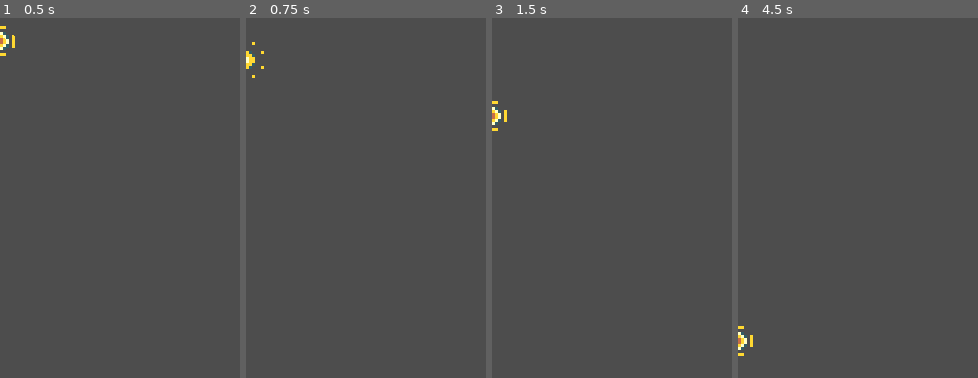
Above: before the commit, frames 1-4 (left to right).
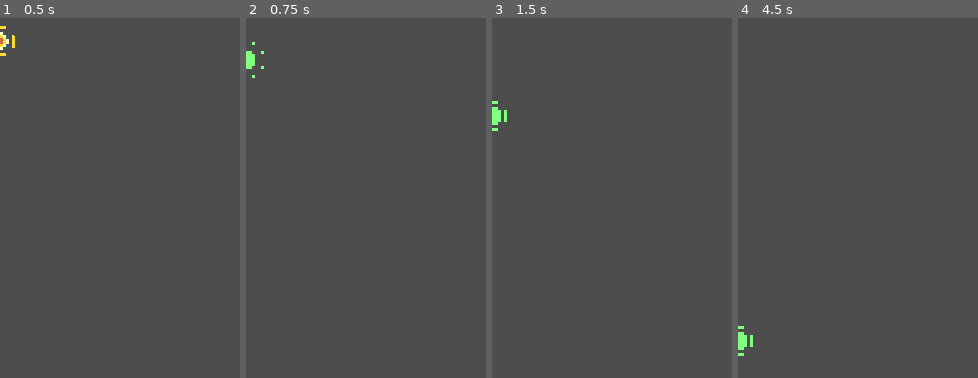
Above: after the commit, the same moments.

Repository: jacristi/godot-space-shooter
Game: Godot game, scene res://pickups/yellow_pickup.tscn
Two runs of this game, one before a commit and one after it. Both use one fixed random seed, a clock stepped at 60 frames per second and the inputs below. This scene is started directly instead of the project's main scene.
Inputs:
- Up to frame 1 (0.5 s): no input
- Up to frame 2 (0.75 s): hold D (move_right) from 0.53 s (still down); tap Space (fire) at 0.6 s
- Up to frame 3 (1.5 s): release D (move_right) at 1.28 s; hold S (move_down) from 1.28 s (still down); tap Space (fire) at 1.35 s
- Up to frame 4 (4.5 s): release S (move_down) at 2.03 s; hold D (move_right) 2.03-2.78 s; tap Space (fire) at 2.1, 2.85, 3.6, 4.25, 4.35 s; hold W (move_up) 2.78-3.53 s; tap Enter at 3.5 s; hold A (move_left) from 3.53 s (still down)
The pictures show only the part of the screen within x 0-50%, y 2-52%; the shares and areas given below are measured in that part.

Frame 1 is identical in both runs. In frame 2, 0.2% of the frame differs, in the area x 0-8%, y 6-17%; in frame 3, 0.2%, in the area x 0-7%, y 23-32%; in frame 4, 0.2%.

Commit message:
feat: flash material changes

Diff:
--- a/enemies/enemy.tscn
+++ b/enemies/enemy.tscn
@@ -6,7 +6,6 @@
 [ext_resource type="Script" path="res://components/scale_component.gd" id="3_r2n64"]
 [ext_resource type="Script" path="res://components/flash_component.gd" id="4_bdxlj"]
 [ext_resource type="Script" path="res://components/shake_component.gd" id="5_55vci"]
-[ext_resource type="Material" uid="uid://c88q6pkhh3vl" path="res://effects/white_flash_material.tres" id="6_yjxnm"]
 [ext_resource type="Script" path="res://components/hurtbox_component.gd" id="7_ytuho"]
 [ext_resource type="Script" path="res://components/hitbox_component.gd" id="8_itsm4"]
 [ext_resource type="Script" path="res://components/hurt_component.gd" id="9_ha7el"]
@@ -39,7 +38,6 @@
 
 [node name="FlashComponent" type="Node" parent="." node_paths=PackedStringArray("sprite")]
 script = ExtResource("4_bdxlj")
-flash_material = ExtResource("6_yjxnm")
 sprite = NodePath("../AnimatedSprite2D")
 
 [node name="ShakeComponent" type="Node" parent="." node_paths=PackedStringArray("node")]
@@ -60,10 +58,11 @@
 stats_component = NodePath("../StatsComponent")
 hurtbox_component = NodePath("../HurtboxComponent")
 
-[node name="DestroyedComponent" type="Node" parent="." node_paths=PackedStringArray("actor", "stats_component")]
+[node name="DestroyedComponent" type="Node" parent="." node_paths=PackedStringArray("actor", "stats_component", "spawner_component")]
 script = ExtResource("10_lh6iy")
 actor = NodePath("..")
 stats_component = NodePath("../StatsComponent")
+spawner_component = NodePath("../SpawnerComponent")
 
 [node name="SpawnerComponent" type="Node2D" parent="."]
 script = ExtResource("11_kh874")
--- a/pickups/blue_pickup.tscn
+++ b/pickups/blue_pickup.tscn
@@ -86,3 +86,6 @@
 
 [node name="CollisionShape2D" type="CollisionShape2D" parent="HitboxComponent" index="0"]
 shape = SubResource("RectangleShape2D_ltjyi")
+
+[node name="CollectedComponent" parent="." index="12" node_paths=PackedStringArray("spawner_component")]
+spawner_component = NodePath("../CollectedSpawnerComponent")
--- a/pickups/green_pickup.tscn
+++ b/pickups/green_pickup.tscn
@@ -95,5 +95,8 @@
 [node name="CollisionShape2D" type="CollisionShape2D" parent="HitboxComponent" index="0"]
 shape = SubResource("RectangleShape2D_tvkmt")
 
+[node name="CollectedComponent" parent="." index="12" node_paths=PackedStringArray("spawner_component")]
+spawner_component = NodePath("../CollectedSpawnerComponent")
+
 [node name="CollectedSpawnerComponent" parent="." index="13"]
 scene = ExtResource("2_urcgm")
--- a/pickups/pickup.gd
+++ b/pickups/pickup.gd
@@ -14,6 +14,7 @@
 @onready var destroyed_component: DestroyedComponent = $DestroyedComponent
 @onready var audio_player: VariablePitchAudioStreamPlayer = $VariablePitchAudioStreamPlayer
 @onready var collected_component: DestroyedComponent = $CollectedComponent
+@onready var flash_timer: Timer = $FlashTimer
 
 
 func _ready() -> void:
@@ -21,6 +22,7 @@
     visible_on_screen_notifier_2d.screen_exited.connect(queue_free)
     hurtbox_component.hurt.connect(was_hurt)
     hitbox_component.hit_hurtbox.connect(handle_on_collect)
+    flash_timer.timeout.connect(flash_component.flash)
 
 
 func was_hurt(_hitbox: HitboxComponent) -> void:
--- a/pickups/pickup.tscn
+++ b/pickups/pickup.tscn
@@ -1,10 +1,11 @@
-[gd_scene load_steps=18 format=3 uid="uid://bfgfj802ng1mt"]
+[gd_scene load_steps=19 format=3 uid="uid://bfgfj802ng1mt"]
 
 [ext_resource type="Script" path="res://pickups/pickup.gd" id="1_q6wj0"]
 [ext_resource type="Script" path="res://components/move_component.gd" id="3_8g3hp"]
 [ext_resource type="Script" path="res://components/stats_component.gd" id="4_cha0t"]
 [ext_resource type="Script" path="res://components/scale_component.gd" id="5_51djb"]
 [ext_resource type="Script" path="res://components/flash_component.gd" id="6_5oq4s"]
+[ext_resource type="Material" uid="uid://c1pbvjfcj8cer" path="res://effects/green_flash_material.tres" id="6_8yxht"]
 [ext_resource type="Script" path="res://components/shake_component.gd" id="7_3i3aa"]
 [ext_resource type="Script" path="res://components/hurtbox_component.gd" id="8_7brgn"]
 [ext_resource type="Script" path="res://components/hitbox_component.gd" id="9_ly3yr"]
@@ -41,6 +42,7 @@
 
 [node name="FlashComponent" type="Node" parent="." node_paths=PackedStringArray("sprite")]
 script = ExtResource("6_5oq4s")
+flash_material = ExtResource("6_8yxht")
 sprite = NodePath("../AnimatedSprite2D")
 
 [node name="ShakeComponent" type="Node" parent="." node_paths=PackedStringArray("node")]
@@ -62,21 +64,19 @@
 stats_component = NodePath("../StatsComponent")
 hurtbox_component = NodePath("../HurtboxComponent")
 
-[node name="DestroyedComponent" type="Node" parent="." node_paths=PackedStringArray("actor", "stats_component", "destroy_effect_spawner_component")]
+[node name="DestroyedComponent" type="Node" parent="." node_paths=PackedStringArray("actor", "stats_component")]
 script = ExtResource("11_fqhq0")
 actor = NodePath("..")
 stats_component = NodePath("../StatsComponent")
-destroy_effect_spawner_component = NodePath("../DestroyedSpawnerComponent")
 
 [node name="DestroyedSpawnerComponent" type="Node2D" parent="."]
 script = ExtResource("12_4ioft")
 scene = ExtResource("13_l4y4i")
 
-[node name="CollectedComponent" type="Node" parent="." node_paths=PackedStringArray("actor", "stats_component", "destroy_effect_spawner_component")]
+[node name="CollectedComponent" type="Node" parent="." node_paths=PackedStringArray("actor", "stats_component")]
 script = ExtResource("11_fqhq0")
 actor = NodePath("..")
 stats_component = NodePath("../StatsComponent")
-destroy_effect_spawner_component = NodePath("../CollectedSpawnerComponent")
 
 [node name="CollectedSpawnerComponent" type="Node2D" parent="."]
 script = ExtResource("12_4ioft")
@@ -90,3 +90,7 @@
 stream = ExtResource("16_v86n2")
 bus = &"SFX"
 script = ExtResource("17_7k5dx")
+
+[node name="FlashTimer" type="Timer" parent="."]
+wait_time = 0.75
+autostart = true
--- a/pickups/yellow_pickup.tscn
+++ b/pickups/yellow_pickup.tscn
@@ -91,5 +91,8 @@
 [node name="CollisionShape2D" type="CollisionShape2D" parent="HitboxComponent" index="0"]
 shape = SubResource("RectangleShape2D_otr3n")
 
+[node name="CollectedComponent" parent="." index="12" node_paths=PackedStringArray("spawner_component")]
+spawner_component = NodePath("../CollectedSpawnerComponent")
+
 [node name="CollectedSpawnerComponent" parent="." index="13"]
 scene = ExtResource("3_bccy1")
--- a/projectiles/player_ship_shield.tscn
+++ b/projectiles/player_ship_shield.tscn
@@ -1,10 +1,11 @@
-[gd_scene load_steps=14 format=3 uid="uid://xxsws20p7731"]
+[gd_scene load_steps=15 format=3 uid="uid://xxsws20p7731"]
 
 [ext_resource type="Script" path="res://projectiles/player_ship_shield.gd" id="1_ky6ca"]
 [ext_resource type="Texture2D" uid="uid://bgnhgpwp2kwot" path="res://assets/shield_pickup.png" id="2_xadqe"]
 [ext_resource type="Script" path="res://components/scale_component.gd" id="3_i4ul4"]
 [ext_resource type="Script" path="res://components/hitbox_component.gd" id="4_466j0"]
 [ext_resource type="Script" path="res://components/follow_component.gd" id="5_jmms0"]
+[ext_resource type="Material" uid="uid://buwowimmf24fr" path="res://effects/red_flash_material.tres" id="7_3d0ir"]
 [ext_resource type="Script" path="res://components/flash_component.gd" id="7_u8vj0"]
 
 [sub_resource type="AtlasTexture" id="AtlasTexture_boi8x"]
@@ -94,4 +95,5 @@
 
 [node name="FlashComponent" type="Node" parent="." node_paths=PackedStringArray("sprite")]
 script = ExtResource("7_u8vj0")
+flash_material = ExtResource("7_3d0ir")
 sprite = NodePath("../AnimatedSprite2D")
--- a/scenes/player/player_ship.tscn
+++ b/scenes/player/player_ship.tscn
@@ -231,10 +231,11 @@
 script = ExtResource("7_u1olh")
 scene = ExtResource("14_uj82o")
 
-[node name="DestroyedComponent" type="Node" parent="." node_paths=PackedStringArray("actor", "stats_component")]
+[node name="DestroyedComponent" type="Node" parent="." node_paths=PackedStringArray("actor", "stats_component", "spawner_component")]
 script = ExtResource("15_mc00b")
 actor = NodePath("..")
 stats_component = NodePath("../StatsComponent")
+spawner_component = NodePath("../ExplosionSpawnerComponent")
 
 [node name="ShootAudioStreamPlayer" type="AudioStreamPlayer" parent="."]
 stream = ExtResource("17_cp0nx")
Not shown: 1 places in enemies/enemy.tscn that only renumber resources

┄┄┄┄┄┄┄┄┄┄┄┄┄┄┄┄┄┄┄┄

▶ _BRIEF_
Copy nothing but the lines from the top of the material through the line holding "The pictures show", exactly as written; omit pictures.

▶ _ANSWER FOR THIS EXERCISE_
Above: before the commit, frames 1-4 (left to right).
Above: after the commit, the same moments.

Repository: jacristi/godot-space-shooter
Game: Godot game, scene res://pickups/yellow_pickup.tscn
Two runs of this game, one before a commit and one after it. Both use one fixed random seed, a clock stepped at 60 frames per second and the inputs below. This scene is started directly instead of the project's main scene.
Inputs:
- Up to frame 1 (0.5 s): no input
- Up to frame 2 (0.75 s): hold D (move_right) from 0.53 s (still down); tap Space (fire) at 0.6 s
- Up to frame 3 (1.5 s): release D (move_right) at 1.28 s; hold S (move_down) from 1.28 s (still down); tap Space (fire) at 1.35 s
- Up to frame 4 (4.5 s): release S (move_down) at 2.03 s; hold D (move_right) 2.03-2.78 s; tap Space (fire) at 2.1, 2.85, 3.6, 4.25, 4.35 s; hold W (move_up) 2.78-3.53 s; tap Enter at 3.5 s; hold A (move_left) from 3.53 s (still down)
The pictures show only the part of the screen within x 0-50%, y 2-52%; the shares and areas given below are measured in that part.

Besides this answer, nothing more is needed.